Content starts

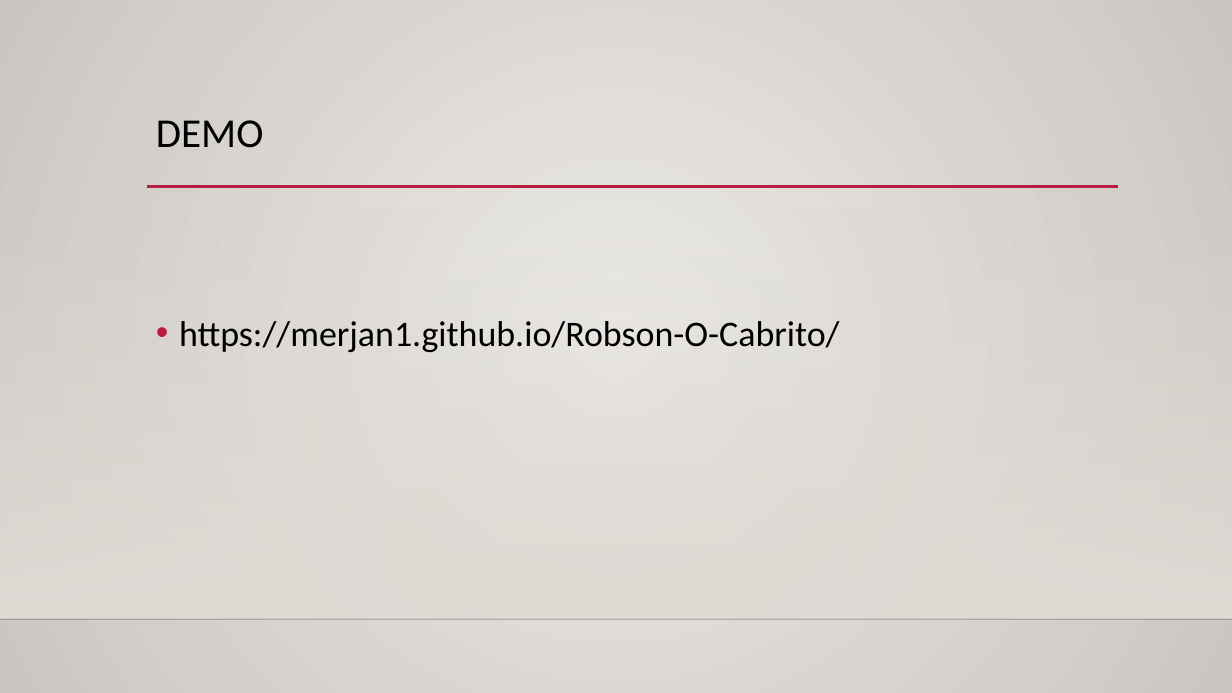
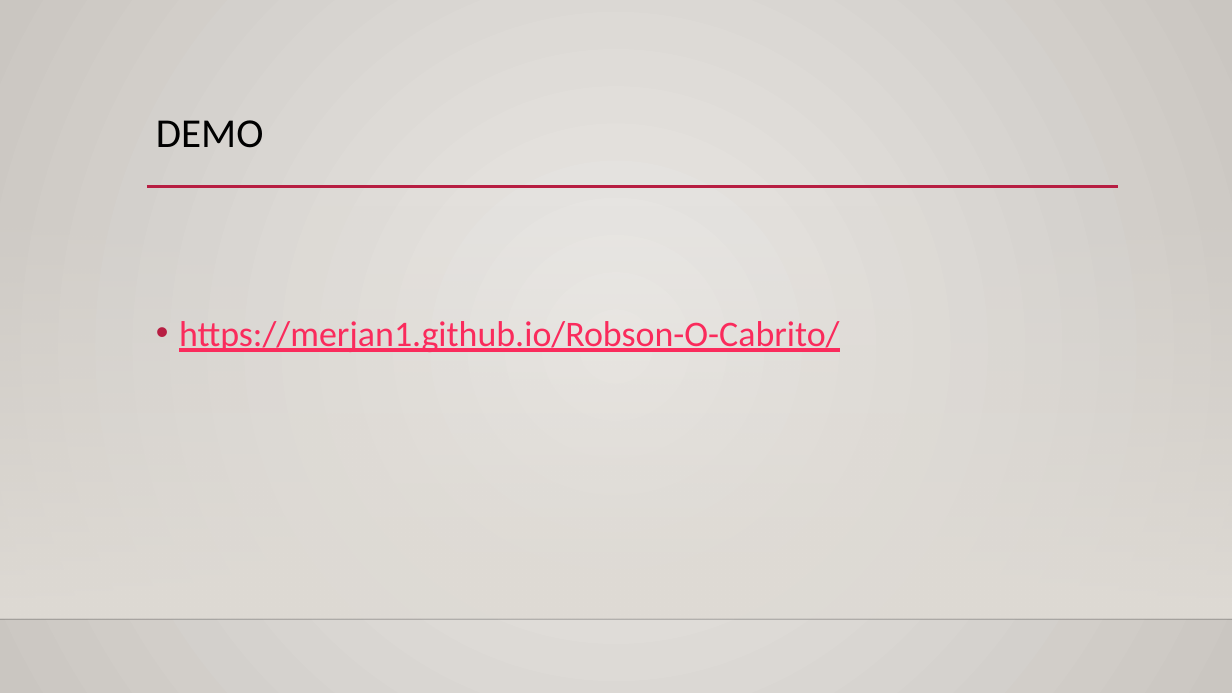
Before and after one commit to Merjan1/Robson-O-Cabrito, a slide deck: slide 6 of Robson, O Cabrito.pptx. Drawn at 1232x693 pixels with LibreOffice and Linux fonts; fonts in the diff are those of the drawing; background and template pictures are left out. Boxes give left, top, right and bottom in pixels: in the first picture for what was removed or moved away, otherwise in the second. Text is boxed around its words. In the diff, an @@ line names an element or a change of style, - is before the commit and + after.

```diff
--- a/Robson, O Cabrito.pptx
+++ b/Robson, O Cabrito.pptx
@@ text "https://merjan1.github.io/Robson-O-Cabrito/" at (179,321,840,352): text colour #000000 to #FA2B5C, underline on @@
```
Also in this commit, not shown: 2 other slides changed.

Content ends

Print all records word for word, no images.

## Solution to this problem
Before and after one commit to Merjan1/Robson-O-Cabrito, a slide deck: slide 6 of Robson, O Cabrito.pptx. Drawn at 1232x693 pixels with LibreOffice and Linux fonts; fonts in the diff are those of the drawing; background and template pictures are left out. Boxes give left, top, right and bottom in pixels: in the first picture for what was removed or moved away, otherwise in the second. Text is boxed around its words. In the diff, an @@ line names an element or a change of style, - is before the commit and + after.

```diff
--- a/Robson, O Cabrito.pptx
+++ b/Robson, O Cabrito.pptx
@@ text "https://merjan1.github.io/Robson-O-Cabrito/" at (179,321,840,352): text colour #000000 to #FA2B5C, underline on @@
```
Also in this commit, not shown: 2 other slides changed.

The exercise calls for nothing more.